=== Section Start ===
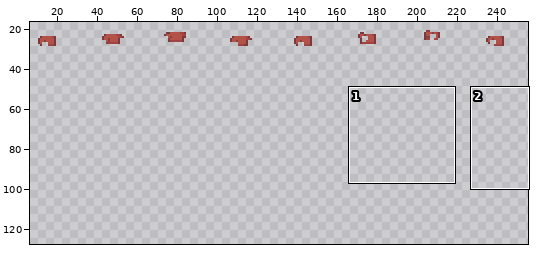
File history of a sprite sheet, Assets/Sprites/Shirts.png. The picture above shows the old version from afar; the outline marks the close-up.
Close-up. Before the commit:
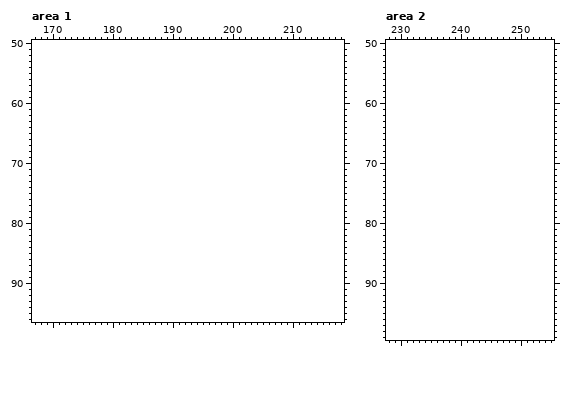
The file is 256x32 pixels. Shown: area 1: x 167..218, y 50..96; area 2: x 228..255, y 50..99. The old version is drawn lined up with the new one, on the new canvas. The wide view leaves out empty margins. The commit also changed other parts of the picture, which this record leaves out.
Palette (. is transparent): 
Pixels before, area 1 (only the part around the change), first column x 167:
50 ..................................................
51 ..................................................
52 ..................................................
53 ..................................................
54 ..................................................
55 ..................................................
56 ..................................................
57 ..................................................
58 ..................................................
59 ..................................................
60 ..................................................
61 ..................................................
62 ..................................................
63 ..................................................
64 ..................................................
65 ..................................................
66 ..................................................
67 ..................................................
68 ..................................................
69 ..................................................
70 ..................................................
71 ..................................................
72 ..................................................
73 ..................................................
74 ..................................................
75 ..................................................
76 ..................................................
77 ..................................................
78 ..................................................
79 ..................................................
80 ..................................................
81 ..................................................
82 ..................................................
83 ..................................................
84 ..................................................
85 ..................................................
86 ..................................................
87 ..................................................
88 ..................................................
89 ..................................................
90 ..................................................
91 ..................................................
92 ..................................................
93 ..................................................
94 ..................................................
95 ..................................................
96 ..................................................
The result:
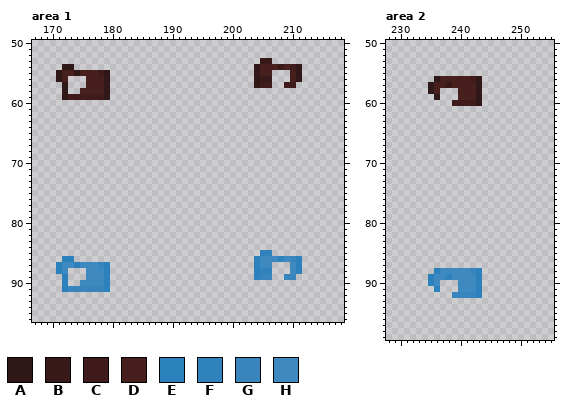
Colours new in this view: A #301718  B #371919  C #401b1b  D #47201d  E #2a81bb  F #3082bc  G #3884bd  H #3e89bf
Change:
{"change": "canvas 256x32 -> 256x128"}
{"where": "area 1"}
{"y":53,"x":205,"old":"..","new":"BB"}
{"y":54,"x":172,"old":"..","new":"AA"}
{"y":54,"x":204,"old":"........","new":"ADDDBDCA"}
{"y":55,"x":171,"old":".........","new":"ADDADDDCA"}
{"y":55,"x":204,"old":"...","new":"ADD"}
{"y":55,"x":210,"old":"..","new":"DA"}
{"y":56,"x":171,"old":"..","new":"AD"}
{"y":56,"x":176,"old":"....","new":"DDDA"}
{"y":56,"x":204,"old":"...","new":"ABB"}
{"y":56,"x":210,"old":"..","new":"DA"}
{"y":57,"x":172,"old":".","new":"A"}
{"y":57,"x":176,"old":"....","new":"DDDA"}
{"y":57,"x":204,"old":"...","new":"ACC"}
{"y":57,"x":209,"old":"..","new":"CC"}
{"y":58,"x":172,"old":".","new":"A"}
{"y":58,"x":175,"old":".....","new":"DDDDA"}
{"y":59,"x":172,"old":"........","new":"ACCCCCCA"}
{"y":85,"x":205,"old":"..","new":"FF"}
{"y":86,"x":172,"old":"..","new":"EE"}
{"y":86,"x":204,"old":"........","new":"EHHHFHGE"}
{"y":87,"x":171,"old":".........","new":"EHHEHHHGE"}
{"y":87,"x":204,"old":"...","new":"EHH"}
{"y":87,"x":210,"old":"..","new":"HE"}
{"y":88,"x":171,"old":"..","new":"EH"}
{"y":88,"x":176,"old":"....","new":"HHHE"}
{"y":88,"x":204,"old":"...","new":"EFF"}
{"y":88,"x":210,"old":"..","new":"HE"}
{"y":89,"x":172,"old":".","new":"E"}
{"y":89,"x":176,"old":"....","new":"HHHE"}
{"y":89,"x":204,"old":"...","new":"EGG"}
{"y":89,"x":209,"old":"..","new":"GG"}
{"y":90,"x":172,"old":".","new":"E"}
{"y":90,"x":175,"old":".....","new":"HHHHE"}
{"y":91,"x":172,"old":"........","new":"EGGGGGGE"}
{"where": "area 2"}
{"y":56,"x":236,"old":"........","new":"ADDDDDCA"}
{"y":57,"x":235,"old":".........","new":"ADDBDDDDA"}
{"y":58,"x":235,"old":"..","new":"AD"}
{"y":58,"x":240,"old":"....","new":"DDDA"}
{"y":59,"x":236,"old":".","new":"A"}
{"y":59,"x":240,"old":"....","new":"DDDA"}
{"y":60,"x":239,"old":".....","new":"CCCCA"}
{"y":88,"x":236,"old":"........","new":"EHHHHHGE"}
{"y":89,"x":235,"old":".........","new":"EHHFHHHHE"}
{"y":90,"x":235,"old":"..","new":"EH"}
{"y":90,"x":240,"old":"....","new":"HHHE"}
{"y":91,"x":236,"old":".","new":"E"}
{"y":91,"x":240,"old":"....","new":"HHHE"}
{"y":92,"x":239,"old":".....","new":"GGGGE"}
{"label":"added","picture_box":[254,58,302,88]}
{"label":"added","picture_box":[56,64,110,100]}
{"label":"added","picture_box":[254,250,302,280]}
{"label":"added","picture_box":[56,256,110,292]}
{"label":"added","picture_box":[428,76,482,106]}
{"label":"added","picture_box":[428,268,482,298]}
=== Section End ===
**WORK TO COMPLETE:** Although the records above contain pictures, output every line exactly and leave the pictures out.

**RESPONSE TO THE EXERCISE:**
File history of a sprite sheet, Assets/Sprites/Shirts.png. The picture above shows the old version from afar; the outline marks the close-up.
Close-up. Before the commit:
The file is 256x32 pixels. Shown: area 1: x 167..218, y 50..96; area 2: x 228..255, y 50..99. The old version is drawn lined up with the new one, on the new canvas. The wide view leaves out empty margins. The commit also changed other parts of the picture, which this record leaves out.
Palette (. is transparent): 
Pixels before, area 1 (only the part around the change), first column x 167:
50 ..................................................
51 ..................................................
52 ..................................................
53 ..................................................
54 ..................................................
55 ..................................................
56 ..................................................
57 ..................................................
58 ..................................................
59 ..................................................
60 ..................................................
61 ..................................................
62 ..................................................
63 ..................................................
64 ..................................................
65 ..................................................
66 ..................................................
67 ..................................................
68 ..................................................
69 ..................................................
70 ..................................................
71 ..................................................
72 ..................................................
73 ..................................................
74 ..................................................
75 ..................................................
76 ..................................................
77 ..................................................
78 ..................................................
79 ..................................................
80 ..................................................
81 ..................................................
82 ..................................................
83 ..................................................
84 ..................................................
85 ..................................................
86 ..................................................
87 ..................................................
88 ..................................................
89 ..................................................
90 ..................................................
91 ..................................................
92 ..................................................
93 ..................................................
94 ..................................................
95 ..................................................
96 ..................................................
The result:
Colours new in this view: A #301718  B #371919  C #401b1b  D #47201d  E #2a81bb  F #3082bc  G #3884bd  H #3e89bf
Change:
{"change": "canvas 256x32 -> 256x128"}
{"where": "area 1"}
{"y":53,"x":205,"old":"..","new":"BB"}
{"y":54,"x":172,"old":"..","new":"AA"}
{"y":54,"x":204,"old":"........","new":"ADDDBDCA"}
{"y":55,"x":171,"old":".........","new":"ADDADDDCA"}
{"y":55,"x":204,"old":"...","new":"ADD"}
{"y":55,"x":210,"old":"..","new":"DA"}
{"y":56,"x":171,"old":"..","new":"AD"}
{"y":56,"x":176,"old":"....","new":"DDDA"}
{"y":56,"x":204,"old":"...","new":"ABB"}
{"y":56,"x":210,"old":"..","new":"DA"}
{"y":57,"x":172,"old":".","new":"A"}
{"y":57,"x":176,"old":"....","new":"DDDA"}
{"y":57,"x":204,"old":"...","new":"ACC"}
{"y":57,"x":209,"old":"..","new":"CC"}
{"y":58,"x":172,"old":".","new":"A"}
{"y":58,"x":175,"old":".....","new":"DDDDA"}
{"y":59,"x":172,"old":"........","new":"ACCCCCCA"}
{"y":85,"x":205,"old":"..","new":"FF"}
{"y":86,"x":172,"old":"..","new":"EE"}
{"y":86,"x":204,"old":"........","new":"EHHHFHGE"}
{"y":87,"x":171,"old":".........","new":"EHHEHHHGE"}
{"y":87,"x":204,"old":"...","new":"EHH"}
{"y":87,"x":210,"old":"..","new":"HE"}
{"y":88,"x":171,"old":"..","new":"EH"}
{"y":88,"x":176,"old":"....","new":"HHHE"}
{"y":88,"x":204,"old":"...","new":"EFF"}
{"y":88,"x":210,"old":"..","new":"HE"}
{"y":89,"x":172,"old":".","new":"E"}
{"y":89,"x":176,"old":"....","new":"HHHE"}
{"y":89,"x":204,"old":"...","new":"EGG"}
{"y":89,"x":209,"old":"..","new":"GG"}
{"y":90,"x":172,"old":".","new":"E"}
{"y":90,"x":175,"old":".....","new":"HHHHE"}
{"y":91,"x":172,"old":"........","new":"EGGGGGGE"}
{"where": "area 2"}
{"y":56,"x":236,"old":"........","new":"ADDDDDCA"}
{"y":57,"x":235,"old":".........","new":"ADDBDDDDA"}
{"y":58,"x":235,"old":"..","new":"AD"}
{"y":58,"x":240,"old":"....","new":"DDDA"}
{"y":59,"x":236,"old":".","new":"A"}
{"y":59,"x":240,"old":"....","new":"DDDA"}
{"y":60,"x":239,"old":".....","new":"CCCCA"}
{"y":88,"x":236,"old":"........","new":"EHHHHHGE"}
{"y":89,"x":235,"old":".........","new":"EHHFHHHHE"}
{"y":90,"x":235,"old":"..","new":"EH"}
{"y":90,"x":240,"old":"....","new":"HHHE"}
{"y":91,"x":236,"old":".","new":"E"}
{"y":91,"x":240,"old":"....","new":"HHHE"}
{"y":92,"x":239,"old":".....","new":"GGGGE"}
{"label":"added","picture_box":[254,58,302,88]}
{"label":"added","picture_box":[56,64,110,100]}
{"label":"added","picture_box":[254,250,302,280]}
{"label":"added","picture_box":[56,256,110,292]}
{"label":"added","picture_box":[428,76,482,106]}
{"label":"added","picture_box":[428,268,482,298]}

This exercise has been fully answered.